How do you apply detergents when all that's coming out is clear water??

Thanks for any views.


----------



## DABurleigh (May 9, 2005)

I'd like to know, too, because recently when I went to get a replacement brush head for my long-handled Hozelock which has a built-in detergent reservoir, it seems they don't do them and only have a short-handled brush now.

Dave


----------



## camoyboy (May 9, 2005)

Last year there was a guy selling a good quality extending brush with an attachment for adding detergent. Can't remember the name of the company, but he was demonstrating the product when we walked past.
For me the main point is to make sure the fitting for holding the brush to the shaft is metal, not plastic, as the plastic ones easily break off.
Colin


----------



## moblee (Dec 31, 2006)

Thanks Dave & Colin


Any more views ???


----------



## raynipper (Aug 4, 2008)

You used to be able to buy soap capsules the size of a *** filter to slip into the handle of any brush.
Haven't bought or used for many years now.

Ray.


----------



## Zebedee (Oct 3, 2007)

Don't buy a cheap one. They leak at every joint. :roll: 

The better ones are great, but it's difficult to differentiate by just looking.

Dave 8O


----------



## foll-de-roll (Oct 29, 2007)

Hi 


I had a Hozelock for years, but I only used it as a long handled brush without the hose being attached, as the water used to flow down the brush and up into my armpits.

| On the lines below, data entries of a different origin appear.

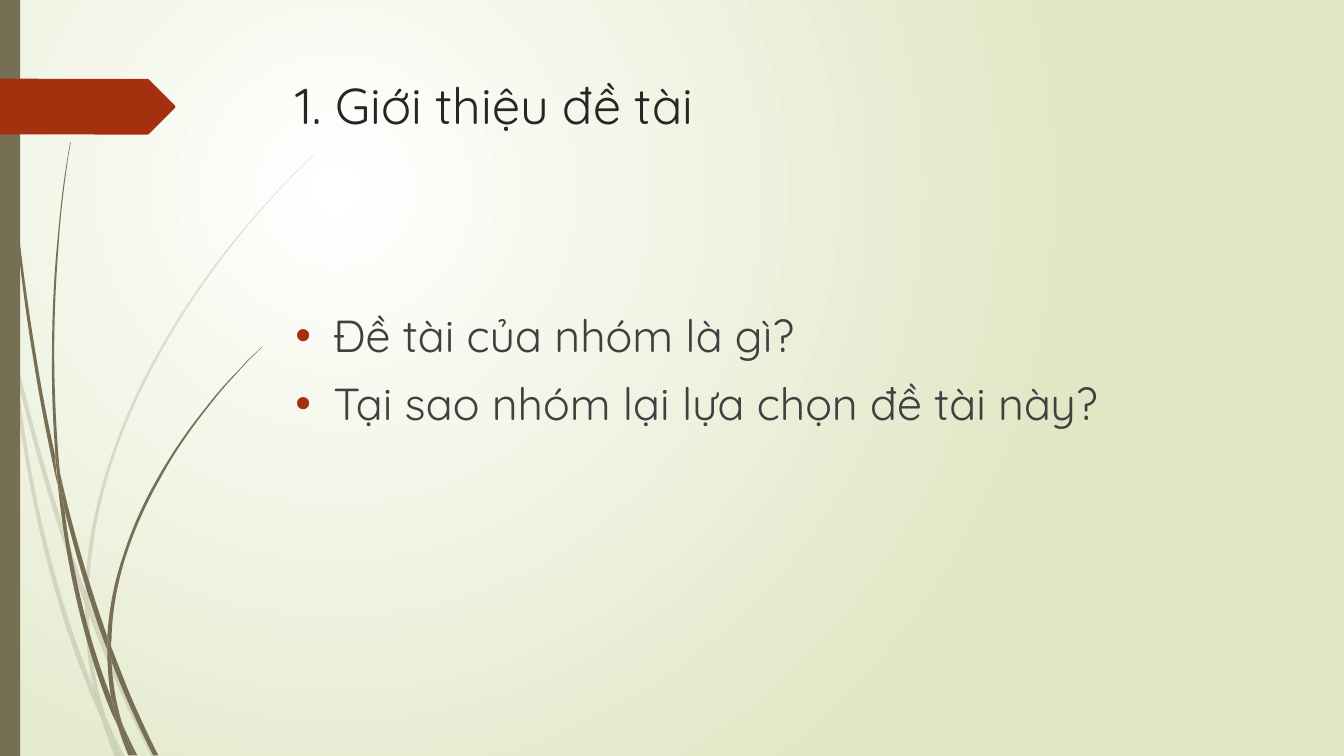
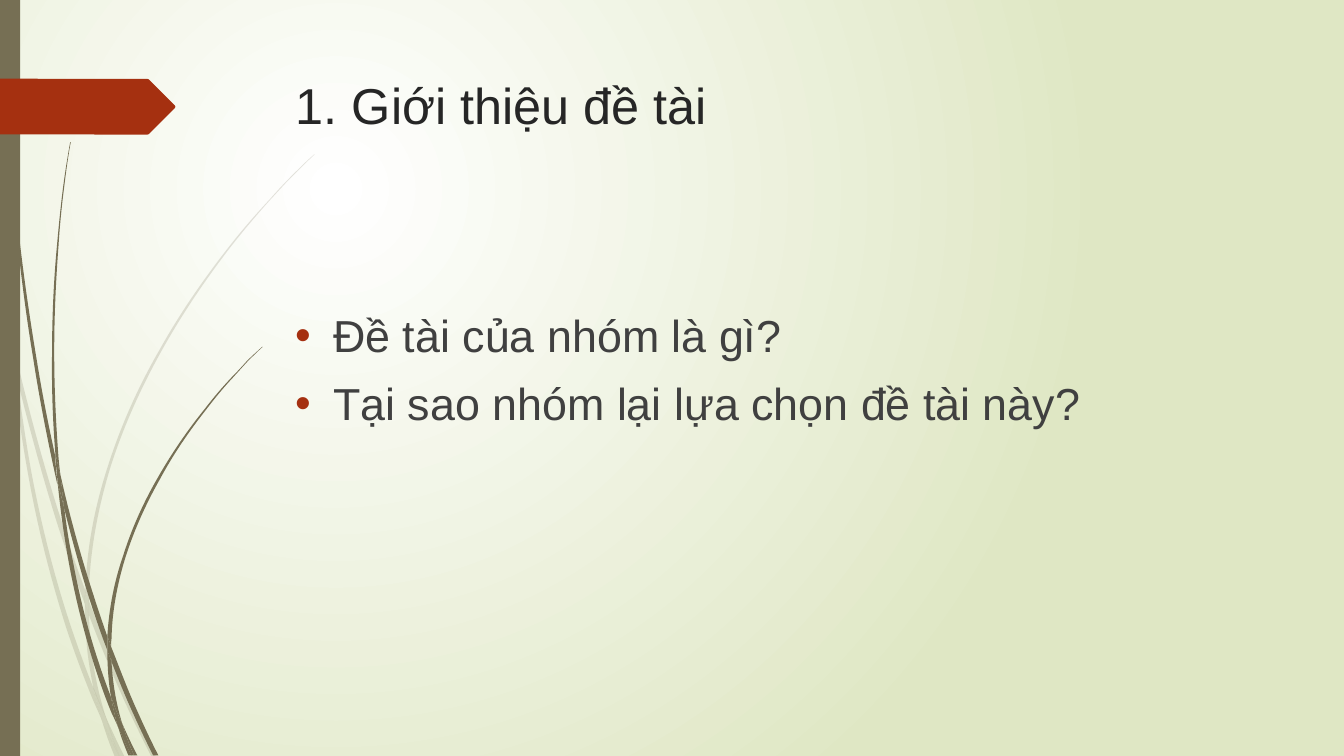
Before and after one commit to doanlecong/LVTN, a slide deck: slide 3 of docs/slide trình cô - bản 1.pptx. Drawn at 1344x756 pixels with LibreOffice and Linux fonts; fonts in the diff are those of the drawing. Boxes give left, top, right and bottom in pixels: in the first picture for what was removed or moved away, otherwise in the second. Text is boxed around its words. In the diff, an @@ line names an element or a change of style, - is before the commit and + after.

```diff
--- a/docs/slide trình cô - bản 1.pptx
+++ b/docs/slide trình cô - bản 1.pptx
@@ title "1. Giới thiệu đề tài" at bbox=[296, 85, 707, 132]: font Quicksand to Arial @@
@@ text "Đề tài của nhóm là ..." at bbox=[333, 317, 1080, 429]: font Quicksand to Arial @@
```
Also in this commit, not shown: 8 other slides changed, 3 slides added, 1 slide removed.

I now have one of the extendable brushes ( bought from Factory Outlet for £10) which I use with a bucket of soapy water and, then hose it down. Works OK.



Happy washing,

Andy


----------



## tviall (May 1, 2005)

I'll join the queue. I'm after a long brush also.

Tony


----------



## xgx (Oct 14, 2005)

I've had two... both with aluminium extending handles .... I now have just the one...

It's made up of the surviving bits :roll:

One brush head split where the shaft screws in, one shaft bent in use... just happened to be the one where the hose fitting would detach itself in use showering water everywhere !!

another down side which applies to all with a screw in head is that they can unscrew in use :roll:

as Dave (ZBD) said, _it's difficult to differentiate by just looking_


----------



## DABurleigh (May 9, 2005)

I wonder if they are all brilliant but we just hate doing it?


----------



## EJB (Aug 25, 2007)

My method:-
Hose with adjustable spray gun.
Bucket of hot water with Fenwicks caravan cleaner.
Large headed soft brush on extending handle.
Spray to wet......brush with hot water.......rinse.
Use leather to dry all windows.

Never use polishes of any kind as they attract and retain dirt.

6m MH takes about 90 mins, car takes about 20 mins.

Could be quicker but I don't rush about these days :wink:


----------



## WiltonShagpile (Apr 10, 2008)

Hi All,

Got a brilliant telescopic brush with metal screw into a fawn coloured plastic brush head, the label has fallen off so not sure who the seller is. Seen it for sale in lots of caravan outlets.

*Was cheaper than the 3 I bust below to!!!*

I bought a replacement because my original one broke during a winter washing. Must have been the really cold weather, the plastic end that the brush head screws into just snapped.

3 replacements later, all snapped in the same way I got a telescopic brush with a metal screw end. This has gone through the rest of the winter. Plastic brush head and plastic screw are not good when the water from the mains is near freezing.

Am I the only one using Fenwicks Motor Home cleaner??

Make up a bucket full and fill a Spray container. *(don't pre spray the van with water)* Spray on, leave for a minuet or two then dip the brush in the bucket of Fenwicks Motor Home cleaner and just wash all over. Hose off with the spray head set to SHOWER. It's done, no leathering off, no polishing and supprizingly no streaks.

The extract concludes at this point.